──────── Data to examine
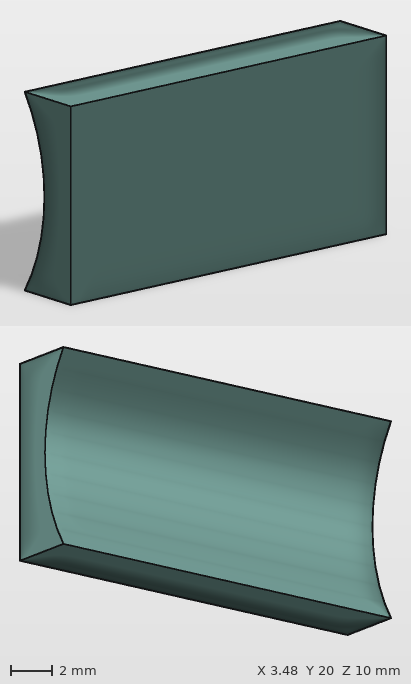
import cadquery as cq

length = 20.0
height = 10.0
depth = 3.48
web_thickness = 2.0

half_height = height / 2
groove_depth = depth - web_thickness

profile = (
    cq.Workplane("XZ")
    .moveTo(0, -half_height)
    .lineTo(depth, -half_height)
    .lineTo(depth, half_height)
    .lineTo(0, half_height)
    .threePointArc((groove_depth, 0), (0, -half_height))
    .close()
)

result = profile.extrude(length / 2, both=True)
────────────────
Task statement. Copy the records word for word, leaving no picture in the copy.

Exercise output.
import cadquery as cq

length = 20.0
height = 10.0
depth = 3.48
web_thickness = 2.0

half_height = height / 2
groove_depth = depth - web_thickness

profile = (
    cq.Workplane("XZ")
    .moveTo(0, -half_height)
    .lineTo(depth, -half_height)
    .lineTo(depth, half_height)
    .lineTo(0, half_height)
    .threePointArc((groove_depth, 0), (0, -half_height))
    .close()
)

result = profile.extrude(length / 2, both=True)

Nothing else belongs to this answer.